Tropical Terrors

A brief review of tropical diseases

Yellow Fever

Yellow Fever is a viral infection spread by the bite of an infected mosquito, often the Aedes egyptii. It exists in the tropical areas of South America and Africa, and infects non-human primates as well as humans. For this reason there is a risk of getting it in the jungles of these regions, but one can also get it if bitten by a mosquito which has fed on a Yellow Fever victim who has returned to the city (aggressive control measures have practically eliminated this as an urban problem). Because your odds of dying with this disease may be as high as 50%, it is very important to get the vaccination if traveling to at-risk areas.

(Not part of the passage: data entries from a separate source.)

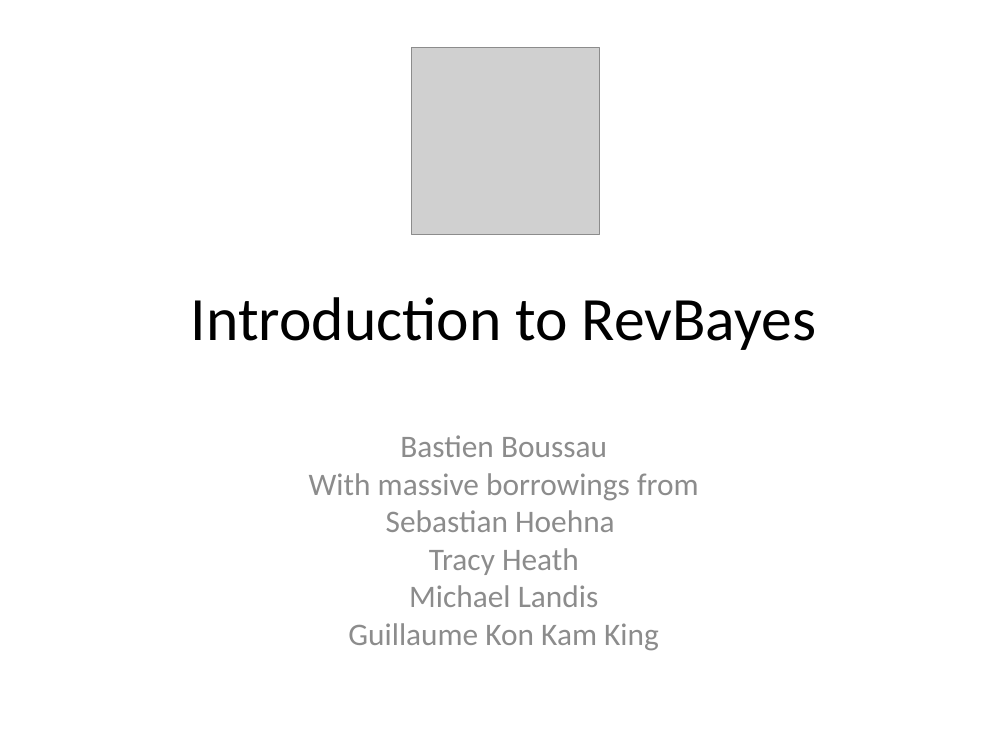
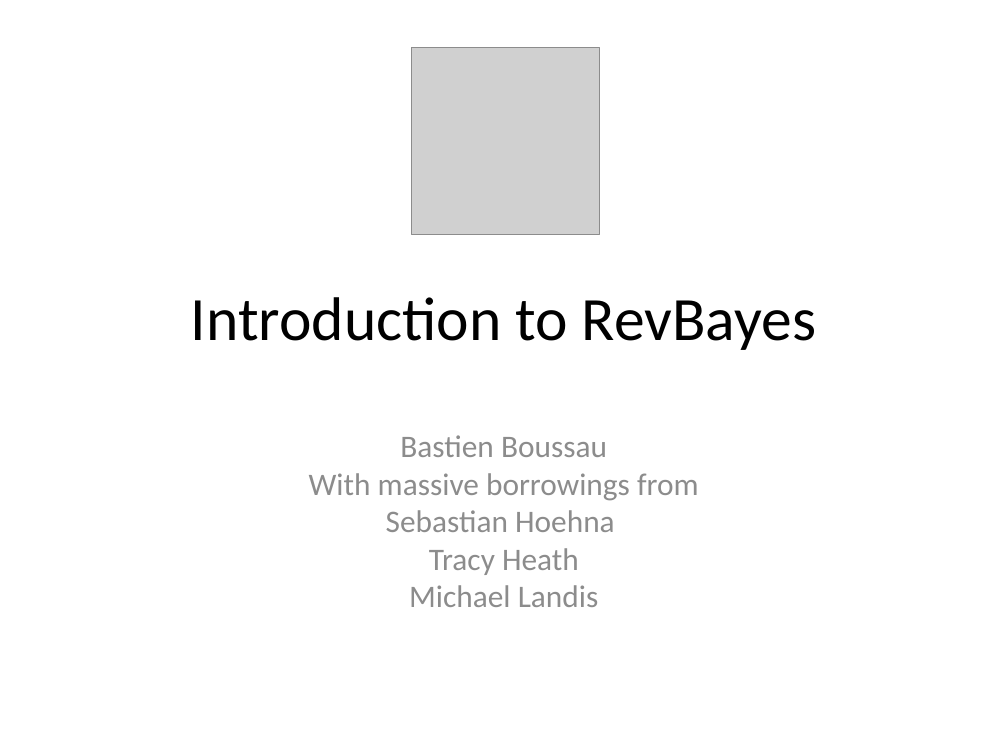
Before and after one commit to Boussau/boussau.github.io, a slide deck: slide 1 of COME_courses/Cambridge_2022/6_Bayesian_inference/RevBayesIntro.pptx. Drawn at 1008x756 pixels with LibreOffice and Linux fonts; fonts in the diff are those of the drawing; grey boxes stand for pictures. Boxes give left, top, right and bottom in pixels: in the first picture for what was removed or moved away, otherwise in the second. Text is boxed around its words. In the diff, an @@ line names an element or a change of style, - is before the commit and + after.

```diff
--- a/COME_courses/Cambridge_2022/6_Bayesian_inference/RevBayesIntro.pptx
+++ b/COME_courses/Cambridge_2022/6_Bayesian_inference/RevBayesIntro.pptx
@@ subtitle at box(348, 623, 659, 651): paragraph removed @@
-Guillaume Kon Kam King
```
Also in this commit, not shown: 3 other slides changed, 1 slide added, 1 other file.

Yellow Fever gets its name because after the initial phase of illness (fever, aches, nausea) subsides, a phase of liver inflammation sets in - marked by jaundice (you turn yellow) and hemorrhage (bleeding).

Vaccine Quirks:

  • This is the only vaccine generally required for travel other than meningitis vaccine required for travel to Mecca during the Hajj pilgrimage. 
  • It must be given by a licensed Yellow Fever vaccination clinic, and a "Yellow Card" - an International Certificate of Vaccination - will be given. This must be taken by the traveler as proof of vaccination - nothing else will suffice.
  • You may need vaccination even if you will not be at risk. For example - neither Brazil nor Peru require Yellow Fever vaccination for travel to those countries - if you are going to Rio de Janeiro or Lima you will not be at risk for Yellow Fever. However - if you attempt to go from Brazil to Peru (or vice versa, or to any other country which has the possibility of having Yellow Fever - even some Asian Countries where is does not now exist) - you will not be allowed to enter. The Peruvian authorities do not know whether you went into the Amazon Basin while in Brazil. The vaccine requirement is not to protect you from getting the disease as much as to prevent anyone from bringing it into the country.
  • The vaccine must be obtained ten days prior to possible exposure, and is good for ten years.